许大茂的嘴,就是个不用插电的鼓风机,还是功率最大的那种。
自从在食堂里吃了傻柱的亏,他就把全部的精力,都用在了编排傻柱和秦淮茹的闲话上。
轧钢厂几千号人,人多嘴杂,正是流言滋生的最好温床。
起初,从许大茂嘴里吐出来的版本还算克制。
“哎,听说了吗?傻柱最近对咱们厂那朵花儿,有点意思啊。”
他对着几个相熟的工友,挤眉弄眼,声音压得极低,偏偏又能让周围一圈人都听见。
这话传出去,经过第一个人的嘴,就变成了“傻柱天天给秦淮茹开小灶”。
到了第二个人耳朵里,细节被添油加醋,味道就彻底变了。
“何止是开小灶!食堂打菜的勺,到了秦淮茹那儿,手就稳得跟焊在锅里似的,肉片都堆成山!”
等传遍一个车间,故事已经进化到了匪夷所思的地步。
“你们不知道,傻柱不光给菜,下班还偷偷摸摸把人叫到小树林里,也不知道干嘛去了,反正秦淮茹出来的时候,脸红扑扑的。”
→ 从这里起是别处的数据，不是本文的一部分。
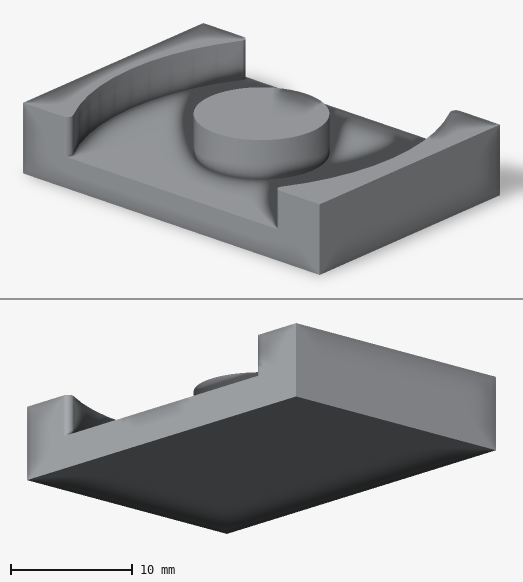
import cadquery as cq

length = 32.4
width = 22.4
height = 6.3
floor_thickness = 2.8

boss_diameter = 11.15

gap_at_middle = 28.5
gap_at_ends = 21.85
tip_radius = 0.5

wall_height = height - floor_thickness


def make_recess():
    """Barrel-shaped space between the two end walls, open at both sides."""
    half_end = gap_at_ends / 2
    half_middle = gap_at_middle / 2
    half_width = width / 2
    return (
        cq.Workplane("XY")
        .workplane(offset=floor_thickness)
        .moveTo(-half_end, -half_width)
        .lineTo(half_end, -half_width)
        .threePointArc((half_middle, 0), (half_end, half_width))
        .lineTo(-half_end, half_width)
        .threePointArc((-half_middle, 0), (-half_end, -half_width))
        .close()
        .extrude(wall_height)
    )


def make_boss():
    return (
        cq.Workplane("XY")
        .workplane(offset=floor_thickness)
        .circle(boss_diameter / 2)
        .extrude(wall_height)
    )


block = cq.Workplane("XY").box(length, width, height, centered=(True, True, False))
walled_base = block.cut(make_recess())

tip_box = cq.selectors.BoxSelector(
    (-gap_at_middle / 2, -width, floor_thickness),
    (gap_at_middle / 2, width, height),
)
walled_base = walled_base.edges("|Z").edges(tip_box).fillet(tip_radius)

result = walled_base.union(make_boss())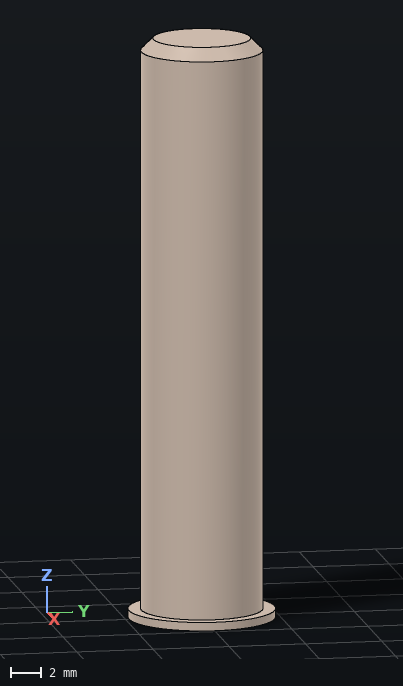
import cadquery as cq

total_height = 38.1
pin_diameter = 7.92
flange_diameter = 9.55
flange_thickness = 0.57
tip_chamfer = 0.8

flange = cq.Workplane("XY").circle(flange_diameter / 2).extrude(flange_thickness)

pin = (
    cq.Workplane("XY")
    .circle(pin_diameter / 2)
    .extrude(total_height)
    .faces(">Z")
    .chamfer(tip_chamfer)
)

result = flange.union(pin)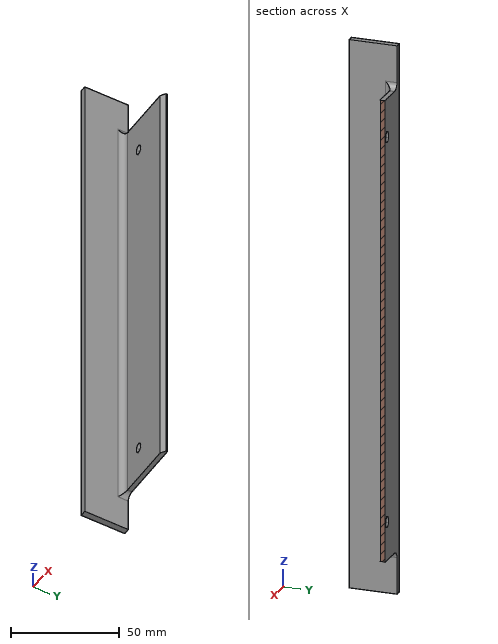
import cadquery as cq

width = 37.7
depth = 23.5
length = 269.2

plate_thickness = 3.2
flange_thickness = 2.5
flange_inset = 21.3
flange_length = length - 2 * flange_inset

root_radius = 3.2
bevel_width = 2.5
bevel_depth = 1.5

slot_width = 3.2
slot_length = 5.0
slot_x = 16.2
slot_end_distance = 40.0

flange_front = depth - flange_thickness


def make_plate():
    return cq.Workplane("XY").box(plate_thickness, depth, length, centered=False)


def make_flange():
    """Flange with a beveled free edge and a fillet along its root."""
    return (
        cq.Workplane("XY")
        .workplane(offset=flange_inset - root_radius)
        .moveTo(0, depth)
        .lineTo(width, depth)
        .lineTo(width, flange_front + bevel_depth)
        .lineTo(width - bevel_width, flange_front)
        .lineTo(plate_thickness + root_radius, flange_front)
        .radiusArc((plate_thickness, flange_front - root_radius), -root_radius)
        .lineTo(0, flange_front - root_radius)
        .close()
        .extrude(flange_length + 2 * root_radius)
    )


def make_flange_outline():
    """Flange silhouette along Y, flared with arcs where its ends meet the plate."""
    bottom = flange_inset
    top = length - flange_inset
    root_x = plate_thickness + root_radius
    return (
        cq.Workplane("XZ")
        .moveTo(0, bottom - root_radius)
        .lineTo(plate_thickness, bottom - root_radius)
        .radiusArc((root_x, bottom), root_radius)
        .lineTo(width, bottom)
        .lineTo(width, top)
        .lineTo(root_x, top)
        .radiusArc((plate_thickness, top + root_radius), root_radius)
        .lineTo(0, top + root_radius)
        .close()
        .extrude(-depth)
    )


def make_slots():
    """One slot near each end, cut through the flange."""
    return (
        cq.Workplane("XZ")
        .pushPoints([(slot_x, slot_end_distance), (slot_x, length - slot_end_distance)])
        .slot2D(slot_length, slot_width, 90)
        .extrude(-depth)
    )


flange = make_flange().intersect(make_flange_outline())
result = make_plate().union(flange).cut(make_slots())

谣言的雪球越滚越大,越滚越黑,最后裹挟着肮脏的泥沙,砸向了四合院。
贾东旭躺在床上,手上的伤口依旧传来阵阵钝痛,但远不及心里的憋闷。
院子里的气氛不对劲。
非常不对劲。
以前他好歹是贾家的顶梁柱,院里邻居见了他,就算不热情,也会客气地点点头,喊一声“东旭”。
现在,那些眼神都变了。
躲闪,怜悯,幸灾乐祸,像一根根看不见的芒刺,扎得他浑身不自在。
前院三大爷家的闫解成,昨天路过他家门口,看见他正往外看,那小子居然下意识地缩了下脖子,然后快步溜了。
那表情,活像是撞破了什么天大的秘密。
中院二大爷家的两个儿子,聚在窗根底下嘀嘀咕咕,一看到他家的窗帘动了,立刻噤声散开,脸上还带着古怪的笑。
贾东旭不是傻子,他只是残了。
这种被蒙在鼓里的感觉,比伤口的疼痛更折磨人。
他感觉自己像个被关在笼子里的困兽,外面的人对着他指指点点,他却连他们在说什么都不知道。
“妈!”
他终于忍不住了,冲着里屋喊了一声。
“你出去,去院里转转,听听那些长舌妇都在嚼什么舌根!我总觉得有事儿!”
贾张氏正在纳鞋底,听见儿子的吩咐,三角眼立刻亮了起来。
打探消息,搬弄是非,这可是她的强项。
“好嘞,儿子你等着,妈这就去给你问个明明白白!”
她放下手里的活计,领了“任务”一般,兴致勃勃地出了门。
贾张氏在院里转悠起来,那双小眼睛四下里搜寻着,就像一只寻找腐肉的秃鹫。
她先是在中院晃了晃,没发现什么目标。
于是,她扭动着肥胖的身躯,踱步到了前院。
刚拐过月亮门,一股厕所特有的氨水味就飘了过来。
贾张氏的目标出现了。
前院的公共茅厕旁,那棵老槐树下,正有几个大妈聚在一起,脑袋凑着脑袋,压低了声音,说得正热闹。
贾张氏心头一喜,立刻放轻了脚步,像只笨拙的猫,悄无声息地蹭到墙角。
她竖起耳朵,将所有的注意力都集中在听觉上。
一个尖细的声音,绘声绘色地钻进她的耳朵。